→ Dataset records:
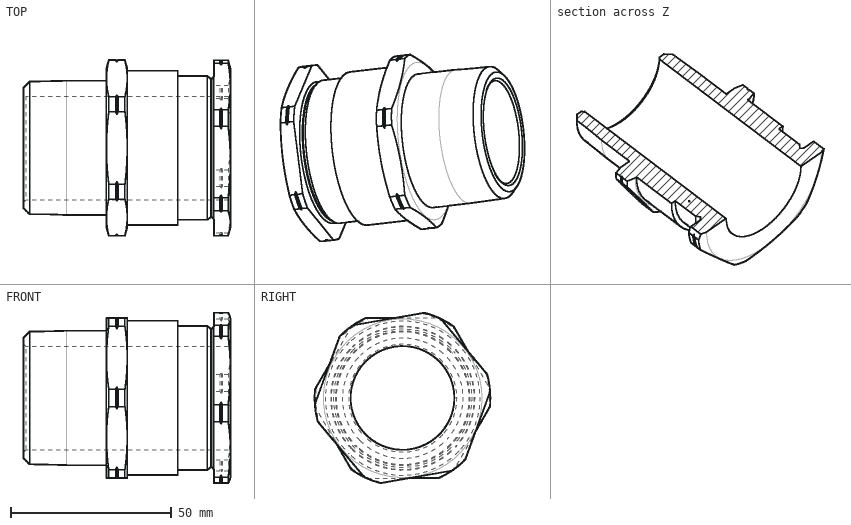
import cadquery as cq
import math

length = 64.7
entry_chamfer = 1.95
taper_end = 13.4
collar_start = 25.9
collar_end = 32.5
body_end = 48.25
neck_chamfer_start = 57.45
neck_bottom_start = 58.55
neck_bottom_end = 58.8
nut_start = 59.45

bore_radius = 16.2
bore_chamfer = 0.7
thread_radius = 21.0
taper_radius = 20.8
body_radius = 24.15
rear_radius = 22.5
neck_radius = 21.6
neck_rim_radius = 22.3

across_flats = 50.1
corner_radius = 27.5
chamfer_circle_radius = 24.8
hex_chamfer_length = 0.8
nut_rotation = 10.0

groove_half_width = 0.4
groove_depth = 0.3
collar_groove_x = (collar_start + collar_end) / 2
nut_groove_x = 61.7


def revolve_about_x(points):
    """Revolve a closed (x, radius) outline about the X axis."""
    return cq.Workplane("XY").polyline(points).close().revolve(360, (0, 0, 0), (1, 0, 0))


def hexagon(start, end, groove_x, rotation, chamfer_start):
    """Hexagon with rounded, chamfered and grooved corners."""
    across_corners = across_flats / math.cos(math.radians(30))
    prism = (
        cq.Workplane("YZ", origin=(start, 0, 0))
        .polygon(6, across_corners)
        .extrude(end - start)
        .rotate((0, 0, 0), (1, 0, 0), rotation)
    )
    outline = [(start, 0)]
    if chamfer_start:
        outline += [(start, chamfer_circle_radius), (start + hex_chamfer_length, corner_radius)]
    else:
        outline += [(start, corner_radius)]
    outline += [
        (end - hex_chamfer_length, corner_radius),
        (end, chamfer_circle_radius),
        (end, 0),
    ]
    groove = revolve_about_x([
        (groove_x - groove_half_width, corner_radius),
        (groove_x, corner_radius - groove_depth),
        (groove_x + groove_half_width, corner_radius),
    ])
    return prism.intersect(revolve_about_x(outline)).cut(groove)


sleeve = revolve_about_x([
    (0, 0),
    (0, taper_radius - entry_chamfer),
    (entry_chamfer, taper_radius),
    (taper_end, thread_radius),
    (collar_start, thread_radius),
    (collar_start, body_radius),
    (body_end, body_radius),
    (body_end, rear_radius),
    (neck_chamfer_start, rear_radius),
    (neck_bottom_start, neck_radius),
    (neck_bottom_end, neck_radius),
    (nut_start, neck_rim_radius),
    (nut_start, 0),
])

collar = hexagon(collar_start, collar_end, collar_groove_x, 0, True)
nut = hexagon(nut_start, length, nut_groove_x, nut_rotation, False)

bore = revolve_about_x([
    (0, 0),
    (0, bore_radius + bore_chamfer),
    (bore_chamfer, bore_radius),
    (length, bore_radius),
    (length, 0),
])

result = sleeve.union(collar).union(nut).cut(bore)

...

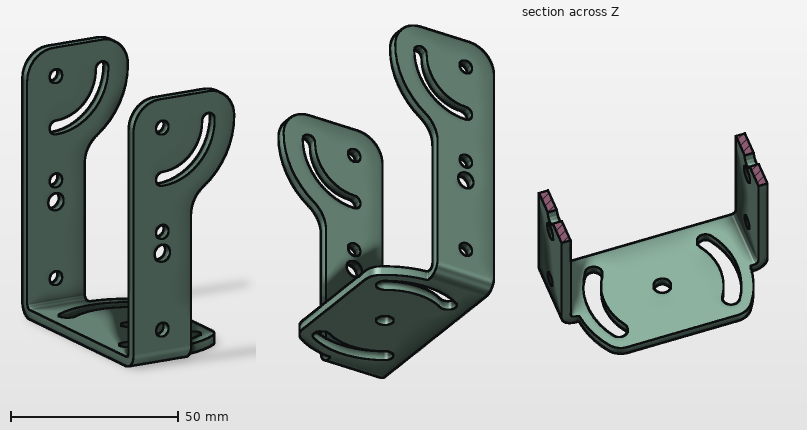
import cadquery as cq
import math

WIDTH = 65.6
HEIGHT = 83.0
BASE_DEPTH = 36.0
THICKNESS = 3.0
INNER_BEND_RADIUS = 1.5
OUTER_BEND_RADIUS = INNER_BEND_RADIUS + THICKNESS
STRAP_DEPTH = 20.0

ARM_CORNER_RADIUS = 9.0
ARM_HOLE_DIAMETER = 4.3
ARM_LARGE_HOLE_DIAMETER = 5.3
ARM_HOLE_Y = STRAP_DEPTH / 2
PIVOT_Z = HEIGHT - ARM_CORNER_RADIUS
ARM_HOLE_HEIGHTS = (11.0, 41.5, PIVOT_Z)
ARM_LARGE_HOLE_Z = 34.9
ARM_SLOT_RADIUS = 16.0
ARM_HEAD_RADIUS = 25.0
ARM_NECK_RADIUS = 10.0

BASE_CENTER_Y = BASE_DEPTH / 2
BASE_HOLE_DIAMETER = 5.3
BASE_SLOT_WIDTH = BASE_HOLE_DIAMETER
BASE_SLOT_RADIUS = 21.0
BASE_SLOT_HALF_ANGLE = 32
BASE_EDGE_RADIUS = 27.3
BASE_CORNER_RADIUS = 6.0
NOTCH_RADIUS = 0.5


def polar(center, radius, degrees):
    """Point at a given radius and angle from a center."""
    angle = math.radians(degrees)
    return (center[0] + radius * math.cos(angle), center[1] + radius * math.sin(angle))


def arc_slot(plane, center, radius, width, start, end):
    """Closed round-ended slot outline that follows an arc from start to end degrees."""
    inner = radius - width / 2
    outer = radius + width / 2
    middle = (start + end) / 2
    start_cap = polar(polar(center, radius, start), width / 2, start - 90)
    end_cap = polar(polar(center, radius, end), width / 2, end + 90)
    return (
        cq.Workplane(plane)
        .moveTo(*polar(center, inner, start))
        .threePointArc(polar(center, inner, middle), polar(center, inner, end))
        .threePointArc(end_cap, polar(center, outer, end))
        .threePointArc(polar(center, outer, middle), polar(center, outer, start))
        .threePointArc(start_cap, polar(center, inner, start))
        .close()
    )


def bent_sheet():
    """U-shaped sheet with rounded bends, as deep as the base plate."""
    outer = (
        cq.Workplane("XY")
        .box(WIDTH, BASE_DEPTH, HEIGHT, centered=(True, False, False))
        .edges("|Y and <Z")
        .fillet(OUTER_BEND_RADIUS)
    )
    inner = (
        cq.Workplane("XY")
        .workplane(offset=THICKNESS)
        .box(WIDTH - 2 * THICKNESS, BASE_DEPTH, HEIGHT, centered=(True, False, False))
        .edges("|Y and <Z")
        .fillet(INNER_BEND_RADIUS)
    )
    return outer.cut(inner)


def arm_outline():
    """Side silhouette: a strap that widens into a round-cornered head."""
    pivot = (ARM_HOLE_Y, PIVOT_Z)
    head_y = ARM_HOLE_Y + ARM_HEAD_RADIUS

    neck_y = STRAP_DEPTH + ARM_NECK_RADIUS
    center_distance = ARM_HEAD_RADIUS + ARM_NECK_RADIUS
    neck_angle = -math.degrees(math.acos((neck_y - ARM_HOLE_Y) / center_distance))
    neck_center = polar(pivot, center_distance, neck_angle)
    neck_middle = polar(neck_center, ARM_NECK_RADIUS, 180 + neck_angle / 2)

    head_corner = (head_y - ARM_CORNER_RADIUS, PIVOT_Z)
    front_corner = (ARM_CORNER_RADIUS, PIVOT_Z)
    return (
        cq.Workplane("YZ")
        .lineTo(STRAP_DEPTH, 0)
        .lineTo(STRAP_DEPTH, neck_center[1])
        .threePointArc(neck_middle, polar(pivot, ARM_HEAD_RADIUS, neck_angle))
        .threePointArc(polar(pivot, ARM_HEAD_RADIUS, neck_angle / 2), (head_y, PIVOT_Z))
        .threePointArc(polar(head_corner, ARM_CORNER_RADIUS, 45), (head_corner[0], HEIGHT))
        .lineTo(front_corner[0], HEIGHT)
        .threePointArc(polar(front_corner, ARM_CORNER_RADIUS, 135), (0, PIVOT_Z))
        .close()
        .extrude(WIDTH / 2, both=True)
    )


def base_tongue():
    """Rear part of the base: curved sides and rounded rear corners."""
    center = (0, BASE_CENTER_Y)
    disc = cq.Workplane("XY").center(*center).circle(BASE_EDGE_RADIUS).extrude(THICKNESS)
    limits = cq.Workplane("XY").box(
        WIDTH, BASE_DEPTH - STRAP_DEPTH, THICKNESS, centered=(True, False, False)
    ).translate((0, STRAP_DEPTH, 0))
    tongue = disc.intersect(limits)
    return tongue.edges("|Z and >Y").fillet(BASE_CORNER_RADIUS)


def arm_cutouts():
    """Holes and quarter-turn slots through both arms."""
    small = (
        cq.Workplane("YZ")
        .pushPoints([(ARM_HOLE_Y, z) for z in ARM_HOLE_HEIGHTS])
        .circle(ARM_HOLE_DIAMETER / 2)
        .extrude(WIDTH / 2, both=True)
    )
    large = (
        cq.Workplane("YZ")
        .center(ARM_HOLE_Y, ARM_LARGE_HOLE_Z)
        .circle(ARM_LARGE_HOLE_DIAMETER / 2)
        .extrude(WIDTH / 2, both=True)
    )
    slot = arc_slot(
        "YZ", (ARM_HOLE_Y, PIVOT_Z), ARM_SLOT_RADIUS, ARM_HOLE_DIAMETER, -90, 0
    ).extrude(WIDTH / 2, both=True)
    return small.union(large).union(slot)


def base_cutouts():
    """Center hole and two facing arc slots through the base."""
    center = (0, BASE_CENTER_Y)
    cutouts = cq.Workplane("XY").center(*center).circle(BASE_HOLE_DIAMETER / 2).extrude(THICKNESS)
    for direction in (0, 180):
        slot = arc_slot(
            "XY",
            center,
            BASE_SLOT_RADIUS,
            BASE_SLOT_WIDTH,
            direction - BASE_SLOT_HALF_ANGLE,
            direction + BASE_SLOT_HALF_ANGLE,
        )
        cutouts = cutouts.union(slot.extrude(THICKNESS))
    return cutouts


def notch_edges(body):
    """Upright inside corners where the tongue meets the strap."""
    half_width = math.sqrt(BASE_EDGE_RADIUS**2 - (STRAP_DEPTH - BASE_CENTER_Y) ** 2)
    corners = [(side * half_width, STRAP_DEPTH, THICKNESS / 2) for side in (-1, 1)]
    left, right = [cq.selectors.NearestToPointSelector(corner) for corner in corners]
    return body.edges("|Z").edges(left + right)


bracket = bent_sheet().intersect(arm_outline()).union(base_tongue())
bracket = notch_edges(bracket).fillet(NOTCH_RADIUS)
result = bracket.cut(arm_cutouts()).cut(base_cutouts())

→ Exercise: Which lines of the records above contain the word "disc"? Copy each of them.

→ Solution to this task:
    disc = cq.Workplane("XY").center(*center).circle(BASE_EDGE_RADIUS).extrude(THICKNESS)
    tongue = disc.intersect(limits)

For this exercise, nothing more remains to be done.